ABOUT THIS TASK:
The answer should be every line below, retyped exactly.

%%

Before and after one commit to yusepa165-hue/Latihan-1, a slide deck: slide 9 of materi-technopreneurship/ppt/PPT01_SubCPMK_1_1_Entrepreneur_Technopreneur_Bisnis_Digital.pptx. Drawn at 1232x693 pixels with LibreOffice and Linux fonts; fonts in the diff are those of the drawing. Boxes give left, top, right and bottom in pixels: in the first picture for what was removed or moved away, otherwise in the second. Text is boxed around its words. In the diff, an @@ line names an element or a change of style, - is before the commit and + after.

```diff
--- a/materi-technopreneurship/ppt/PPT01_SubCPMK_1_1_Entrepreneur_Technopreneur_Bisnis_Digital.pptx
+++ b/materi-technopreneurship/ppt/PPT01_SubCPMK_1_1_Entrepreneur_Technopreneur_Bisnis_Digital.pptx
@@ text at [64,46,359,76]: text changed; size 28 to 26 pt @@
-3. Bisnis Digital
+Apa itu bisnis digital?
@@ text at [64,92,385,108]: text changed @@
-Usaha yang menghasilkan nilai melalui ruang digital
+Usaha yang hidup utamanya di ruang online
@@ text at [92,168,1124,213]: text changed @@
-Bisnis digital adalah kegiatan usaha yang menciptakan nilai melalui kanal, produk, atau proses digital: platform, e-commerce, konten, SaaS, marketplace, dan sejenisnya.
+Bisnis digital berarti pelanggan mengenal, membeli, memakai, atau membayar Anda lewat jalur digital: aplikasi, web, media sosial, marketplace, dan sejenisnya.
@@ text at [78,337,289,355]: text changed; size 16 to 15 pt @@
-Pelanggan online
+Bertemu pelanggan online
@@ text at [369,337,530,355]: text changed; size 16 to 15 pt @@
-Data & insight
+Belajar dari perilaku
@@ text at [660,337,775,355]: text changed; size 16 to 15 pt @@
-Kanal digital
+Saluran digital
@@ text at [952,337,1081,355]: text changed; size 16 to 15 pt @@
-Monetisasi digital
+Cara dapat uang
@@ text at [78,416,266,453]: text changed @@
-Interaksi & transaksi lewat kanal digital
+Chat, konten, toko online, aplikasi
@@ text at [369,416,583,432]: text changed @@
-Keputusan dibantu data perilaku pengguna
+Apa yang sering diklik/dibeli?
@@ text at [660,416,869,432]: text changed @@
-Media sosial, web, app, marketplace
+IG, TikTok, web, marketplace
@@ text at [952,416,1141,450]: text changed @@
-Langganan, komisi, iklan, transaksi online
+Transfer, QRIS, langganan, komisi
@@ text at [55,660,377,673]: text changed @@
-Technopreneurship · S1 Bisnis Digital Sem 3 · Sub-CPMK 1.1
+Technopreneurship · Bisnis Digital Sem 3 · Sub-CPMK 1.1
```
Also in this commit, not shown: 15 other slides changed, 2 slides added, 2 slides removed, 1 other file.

%%

YOUR SOLUTION:
Before and after one commit to yusepa165-hue/Latihan-1, a slide deck: slide 9 of materi-technopreneurship/ppt/PPT01_SubCPMK_1_1_Entrepreneur_Technopreneur_Bisnis_Digital.pptx. Drawn at 1232x693 pixels with LibreOffice and Linux fonts; fonts in the diff are those of the drawing. Boxes give left, top, right and bottom in pixels: in the first picture for what was removed or moved away, otherwise in the second. Text is boxed around its words. In the diff, an @@ line names an element or a change of style, - is before the commit and + after.

```diff
--- a/materi-technopreneurship/ppt/PPT01_SubCPMK_1_1_Entrepreneur_Technopreneur_Bisnis_Digital.pptx
+++ b/materi-technopreneurship/ppt/PPT01_SubCPMK_1_1_Entrepreneur_Technopreneur_Bisnis_Digital.pptx
@@ text at [64,46,359,76]: text changed; size 28 to 26 pt @@
-3. Bisnis Digital
+Apa itu bisnis digital?
@@ text at [64,92,385,108]: text changed @@
-Usaha yang menghasilkan nilai melalui ruang digital
+Usaha yang hidup utamanya di ruang online
@@ text at [92,168,1124,213]: text changed @@
-Bisnis digital adalah kegiatan usaha yang menciptakan nilai melalui kanal, produk, atau proses digital: platform, e-commerce, konten, SaaS, marketplace, dan sejenisnya.
+Bisnis digital berarti pelanggan mengenal, membeli, memakai, atau membayar Anda lewat jalur digital: aplikasi, web, media sosial, marketplace, dan sejenisnya.
@@ text at [78,337,289,355]: text changed; size 16 to 15 pt @@
-Pelanggan online
+Bertemu pelanggan online
@@ text at [369,337,530,355]: text changed; size 16 to 15 pt @@
-Data & insight
+Belajar dari perilaku
@@ text at [660,337,775,355]: text changed; size 16 to 15 pt @@
-Kanal digital
+Saluran digital
@@ text at [952,337,1081,355]: text changed; size 16 to 15 pt @@
-Monetisasi digital
+Cara dapat uang
@@ text at [78,416,266,453]: text changed @@
-Interaksi & transaksi lewat kanal digital
+Chat, konten, toko online, aplikasi
@@ text at [369,416,583,432]: text changed @@
-Keputusan dibantu data perilaku pengguna
+Apa yang sering diklik/dibeli?
@@ text at [660,416,869,432]: text changed @@
-Media sosial, web, app, marketplace
+IG, TikTok, web, marketplace
@@ text at [952,416,1141,450]: text changed @@
-Langganan, komisi, iklan, transaksi online
+Transfer, QRIS, langganan, komisi
@@ text at [55,660,377,673]: text changed @@
-Technopreneurship · S1 Bisnis Digital Sem 3 · Sub-CPMK 1.1
+Technopreneurship · Bisnis Digital Sem 3 · Sub-CPMK 1.1
```
Also in this commit, not shown: 15 other slides changed, 2 slides added, 2 slides removed, 1 other file.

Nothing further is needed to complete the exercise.